Pierwsze pogłoski o zjednoczeniu tych dwóch państw pojawiły się jeszcze w 1994 roku. Po raz pierwszy taką ideę wyraził Aleksandr Łukaszenka, wtedy jeszcze kandydat na stanowisko prezydenta. Aktywnie posługiwał się tym hasłem w czasie swojej kampanii wyborczej. Rok później podpisano Umowę o przyjaźni, dobrosąsiedztwie i współpracy pomiędzy Republiką Białorusi i Federacją Rosyjską, a było to 21 lutego 1995 roku.

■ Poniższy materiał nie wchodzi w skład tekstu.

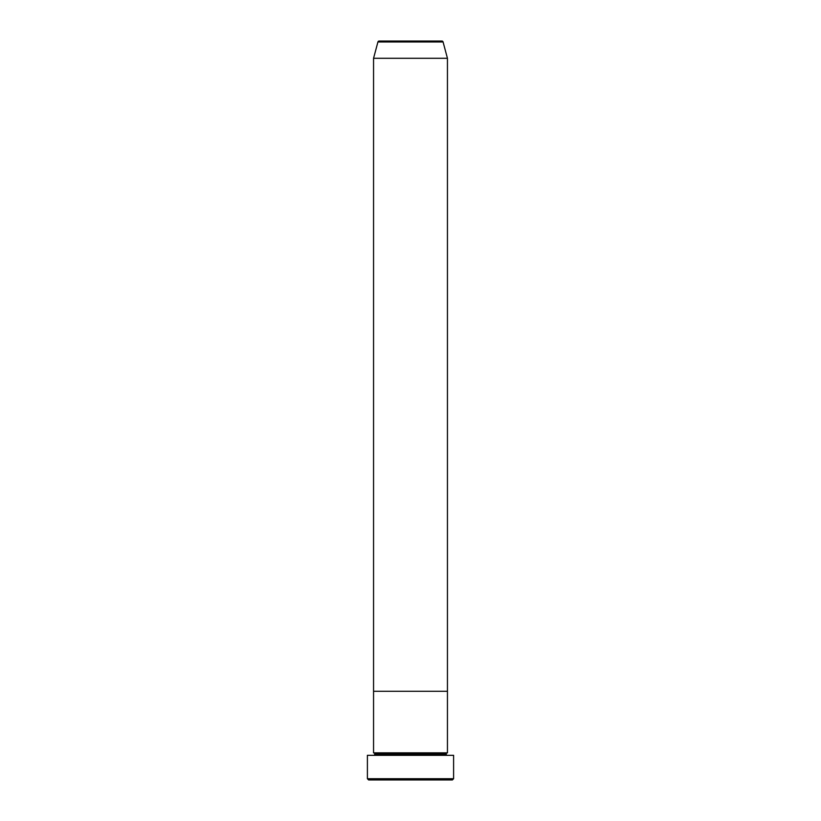 <?xml version="1.0" encoding="UTF-8"?>
<svg xmlns="http://www.w3.org/2000/svg" width="821" height="821" viewBox="0 0 821 821"><rect width="100%" height="100%" fill="white"/><g stroke="black" fill="none" stroke-linecap="round" stroke-linejoin="round"><path stroke-width="1.23" d="M367.398 778.719L368.629 779.95L452.371 779.95L453.603 778.719L367.398 778.719L453.603 778.719L453.603 755.32L367.398 755.32L367.398 778.719L367.398 755.32L453.603 755.32L453.603 778.719L452.371 779.95L368.629 779.95L367.398 778.719M374.787 754.089A1.232 1.232 0 0 1 373.555 755.32A1.232 1.232 0 0 0 374.787 754.089A1.232 1.232 0 0 0 373.555 752.857A1.232 1.232 0 0 1 374.787 754.089L446.214 754.089A1.232 1.232 0 0 1 447.445 752.857L447.445 691.282L373.555 691.282L373.555 752.857L447.445 752.857A1.232 1.232 0 0 0 446.214 754.089L374.787 754.089M447.445 755.32A1.232 1.232 0 0 1 446.214 754.089A1.232 1.232 0 0 0 447.445 755.32M373.555 691.282L447.445 691.282L447.445 752.857L373.555 752.857L373.555 691.282L447.445 691.282L447.445 58.291L443.073 41.963A1.232 1.232 0 0 0 441.883 41.05L379.117 41.05A1.232 1.232 0 0 0 377.927 41.963L443.073 41.963L377.927 41.963L373.555 58.291L447.445 58.291L373.555 58.291L373.555 691.282L447.445 691.282L447.445 58.291L443.073 41.963A1.232 1.232 0 0 0 441.883 41.05L379.117 41.05A1.232 1.232 0 0 0 377.927 41.963L373.555 58.291L373.555 691.282"/></g></svg>
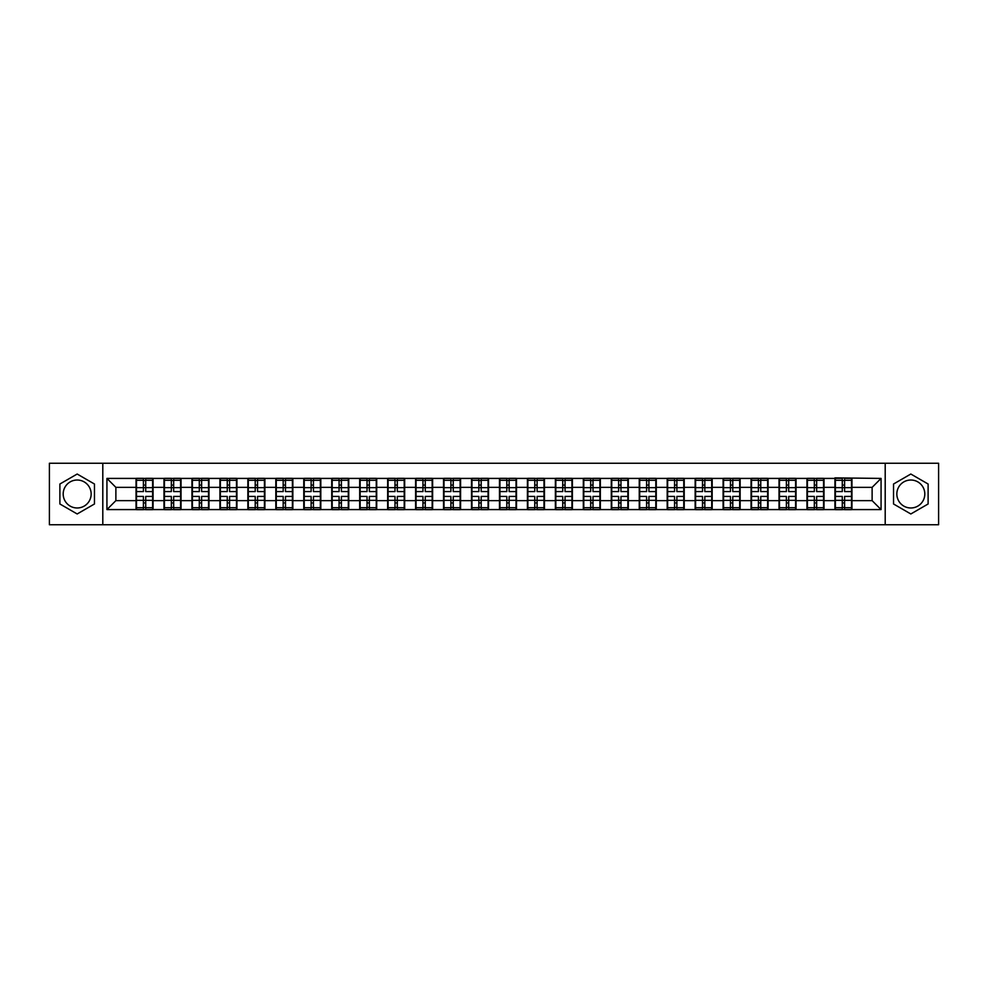 <?xml version="1.0" encoding="UTF-8"?>
<svg xmlns="http://www.w3.org/2000/svg" width="988" height="988" viewBox="0 0 988 988"><rect width="100%" height="100%" fill="white"/><g stroke="black" fill="none" stroke-linecap="round" stroke-linejoin="round"><path stroke-width="1.48" d="M910.825 480.02A13.98 13.98 0 0 0 896.845 494A13.98 13.98 0 0 0 910.825 507.98A13.98 13.98 0 0 0 924.805 494A13.98 13.98 0 0 0 910.825 480.02M77.175 507.98A13.98 13.98 0 0 1 63.195 494A13.98 13.98 0 0 1 77.175 480.02A13.98 13.98 0 0 1 91.155 494A13.98 13.98 0 0 1 77.175 507.98M885.199 524.739L938.6 524.739L938.6 463.261L885.199 463.261L885.199 524.739L102.801 524.739L102.801 463.261L49.4 463.261L49.4 524.739L102.801 524.739M885.199 463.261L102.801 463.261M872.12 500.632L872.12 487.368L851.952 487.368L851.952 500.632L872.12 500.632L881.074 509.586L881.074 478.414L834.934 477.871L834.934 487.368L824.004 487.368L824.004 500.632L834.934 500.632L834.934 487.368M881.074 509.586L106.926 509.586L106.926 478.414L136.048 478.414L136.048 487.368L115.88 487.368L115.88 500.632L136.048 500.632L136.048 487.368M834.934 478.414L136.048 478.414M834.934 500.632L834.934 509.586M824.004 500.632L824.004 509.586M824.004 478.414L824.004 487.368M796.044 500.632L806.974 500.632L806.974 487.368L796.044 487.368L796.044 509.586M806.974 500.632L806.974 509.586M806.974 478.414L806.974 487.368M796.044 478.414L796.044 487.368M768.084 500.632L779.026 500.632L779.026 487.368L768.084 487.368L768.084 509.586M779.026 500.632L779.026 509.586M779.026 478.414L779.026 487.368M768.084 478.414L768.084 487.368M740.135 500.632L751.065 500.632L751.065 487.368L740.135 487.368L740.135 509.586M751.065 500.632L751.065 509.586M751.065 478.414L751.065 487.368M740.135 478.414L740.135 487.368M712.175 500.632L723.105 500.632L723.105 487.368L712.175 487.368L712.175 509.586M723.105 500.632L723.105 509.586M723.105 478.414L723.105 487.368M712.175 478.414L712.175 487.368M684.227 500.632L695.157 500.632L695.157 487.368L684.227 487.368L684.227 509.586M695.157 500.632L695.157 509.586M695.157 478.414L695.157 487.368M684.227 478.414L684.227 487.368M656.267 500.632L667.196 500.632L667.196 487.368L656.267 487.368L656.267 509.586M667.196 500.632L667.196 509.586M667.196 478.414L667.196 487.368M656.267 478.414L656.267 487.368M628.306 500.632L639.248 500.632L639.248 487.368L628.306 487.368L628.306 509.586M639.248 500.632L639.248 509.586M639.248 478.414L639.248 487.368M628.306 478.414L628.306 487.368M600.358 500.632L611.288 500.632L611.288 487.368L600.358 487.368L600.358 509.586M611.288 500.632L611.288 509.586M611.288 478.414L611.288 487.368M600.358 478.414L600.358 487.368M572.398 500.632L583.328 500.632L583.328 487.368L572.398 487.368L572.398 509.586M583.328 500.632L583.328 509.586M583.328 478.414L583.328 487.368M572.398 478.414L572.398 487.368M544.45 500.632L555.38 500.632L555.38 487.368L544.45 487.368L544.45 509.586M555.38 500.632L555.38 509.586M555.38 478.414L555.38 487.368M544.45 478.414L544.45 487.368M516.489 500.632L527.419 500.632L527.419 487.368L516.489 487.368L516.489 509.586M527.419 500.632L527.419 509.586M527.419 478.414L527.419 487.368M516.489 478.414L516.489 487.368M488.529 500.632L499.471 500.632L499.471 487.368L488.529 487.368L488.529 509.586M499.471 500.632L499.471 509.586M499.471 478.414L499.471 487.368M488.529 478.414L488.529 487.368M460.581 500.632L471.511 500.632L471.511 487.368L460.581 487.368L460.581 509.586M471.511 500.632L471.511 509.586M471.511 478.414L471.511 487.368M460.581 478.414L460.581 487.368M432.621 500.632L443.55 500.632L443.55 487.368L432.621 487.368L432.621 509.586M443.55 500.632L443.55 509.586M443.55 478.414L443.55 487.368M432.621 478.414L432.621 487.368M404.672 500.632L415.602 500.632L415.602 487.368L404.672 487.368L404.672 509.586M415.602 500.632L415.602 509.586M415.602 478.414L415.602 487.368M404.672 478.414L404.672 487.368M376.712 500.632L387.642 500.632L387.642 487.368L376.712 487.368L376.712 509.586M387.642 500.632L387.642 509.586M387.642 478.414L387.642 487.368M376.712 478.414L376.712 487.368M348.752 500.632L359.694 500.632L359.694 487.368L348.752 487.368L348.752 509.586M359.694 500.632L359.694 509.586M359.694 478.414L359.694 487.368M348.752 478.414L348.752 487.368M320.804 500.632L331.733 500.632L331.733 487.368L320.804 487.368L320.804 509.586M331.733 500.632L331.733 509.586M331.733 478.414L331.733 487.368M320.804 478.414L320.804 487.368M292.843 500.632L303.773 500.632L303.773 487.368L292.843 487.368L292.843 509.586M303.773 500.632L303.773 509.586M303.773 478.414L303.773 487.368M292.843 478.414L292.843 487.368M264.895 500.632L275.825 500.632L275.825 487.368L264.895 487.368L264.895 509.586M275.825 500.632L275.825 509.586M275.825 478.414L275.825 487.368M264.895 478.414L264.895 487.368M236.935 500.632L247.864 500.632L247.864 487.368L236.935 487.368L236.935 509.586M247.864 500.632L247.864 509.586M247.864 478.414L247.864 487.368M236.935 478.414L236.935 487.368M208.974 500.632L219.916 500.632L219.916 487.368L208.974 487.368L208.974 509.586M219.916 500.632L219.916 509.586M219.916 478.414L219.916 487.368M208.974 478.414L208.974 487.368M181.026 500.632L191.956 500.632L191.956 487.368L181.026 487.368L181.026 509.586M191.956 500.632L191.956 509.586M191.956 478.414L191.956 487.368M181.026 478.414L181.026 487.368M153.066 500.632L163.996 500.632L163.996 487.368L153.066 487.368L153.066 509.586M163.996 500.632L163.996 509.586M163.996 478.414L163.996 487.368M153.066 478.414L153.066 487.368M136.048 500.632L136.048 509.586M115.88 500.632L106.926 509.586M106.926 478.414L115.88 487.368M851.952 500.632L851.952 509.586M851.952 478.414L851.952 487.368M881.074 478.414L872.12 487.368M77.175 474.03L59.885 484.021L59.885 503.979L77.175 513.97L94.465 503.979L94.465 484.021L77.175 474.03M893.535 503.979L910.825 513.97L928.115 503.979L928.115 484.021L910.825 474.03L893.535 484.021L893.535 503.979M136.492 487.652L143.396 487.652L143.396 478.316L136.492 478.316L136.492 496.421L143.396 496.421L143.396 500.348L145.718 500.336L145.718 496.421L152.621 496.421L152.621 478.316L145.718 478.316L145.718 480.291L152.621 480.291M143.396 485.059L145.718 485.059M145.718 480.563L143.396 480.563M136.492 491.579L143.396 491.579L143.396 487.652L145.718 487.664L145.718 491.579L152.621 491.579M136.492 480.291L143.396 480.291M143.396 507.437L145.718 507.437M143.396 502.941L145.718 502.941M136.492 509.685L143.396 509.685L143.396 507.709L136.492 507.709L136.492 509.685M136.492 496.421L136.492 500.348L143.396 500.348L143.396 507.709M136.492 500.348L136.492 507.709M152.621 496.421L152.621 509.685L145.718 509.685L145.718 507.709L152.621 507.709M152.621 500.348L145.718 500.348L145.718 507.709M152.621 487.652L145.718 487.652L145.718 480.291M164.453 487.652L171.344 487.652L171.344 478.316L164.453 478.316L164.453 496.421L171.344 496.421L171.344 500.348L173.678 500.336L173.678 496.421L180.582 496.421L180.582 478.316L173.678 478.316L173.678 480.291L180.582 480.291M171.344 485.059L173.678 485.059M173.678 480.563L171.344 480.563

Przygotowując projekt umowy związkowej, Moskwa nalegała na przyspieszenie prywatyzacji białoruskich przedsiębiorstw i demokratyzacji życia politycznego w republice. Z kolei Mińsk zażądał, aby najwyższe organy ustawodawcze i wykonawcze nowego związku miały prawo do podejmowania decyzji, które byłyby wiążące w obu państwach.

Tuż przed odejściem Jelcyna ze stanowiska, skończył on kadencję 8 grudnia 1999 roku, ostatecznie podpisano Traktat ustanawiający państwo związkowe Białorusi i Federacji Rosyjskiej. Strony zobowiązały się do zintensyfikowania przygotowania wspólnego aktu konstytucyjnego i przedstawienia go do publicznej dyskusji. Umowa weszła w życie 26 stycznia 2000 roku.

Prezydentura Władimira Putina a procesy integracyjne

Przy procesie tworzenia organów władzy państwa związkowego Putin zasugerował wzięcie pod uwagę potencjału ekonomicznego i liczbę ludności dwóch państw. Aleksander Łukaszenka faktycznie otrzymał propozycję przystąpienia Białorusi do składu Rosji, a on sam otrzymałby stanowisko pełnomocnika Prezydenta Federacji Rosyjskiej w Białoruskim Okręgu Federalnym. W odpowiedź Łukaszenka oskarżył Putina o próbę przekształcenia Białorusi w „90. podmiot Federacji” (a raczej w 6-7 nowych podmiotów federacji (pod względem liczby regionów), które utraciłyby jedność).

Takie rozwiązanie było całkiem sprzeczne z propozycją prezydenta Białorusi. Według niego, prezydenci powinni byli obejmować stanowisko głowy państwa związkowego po kolei. W takiej sytuacji Łukaszenka na jakiś czas otrzymywałby kontrolę nad Federacją Rosyjską. W wizji rządu rosyjskiego było to całkiem niemożliwe, albo wręcz niedopuszczalne.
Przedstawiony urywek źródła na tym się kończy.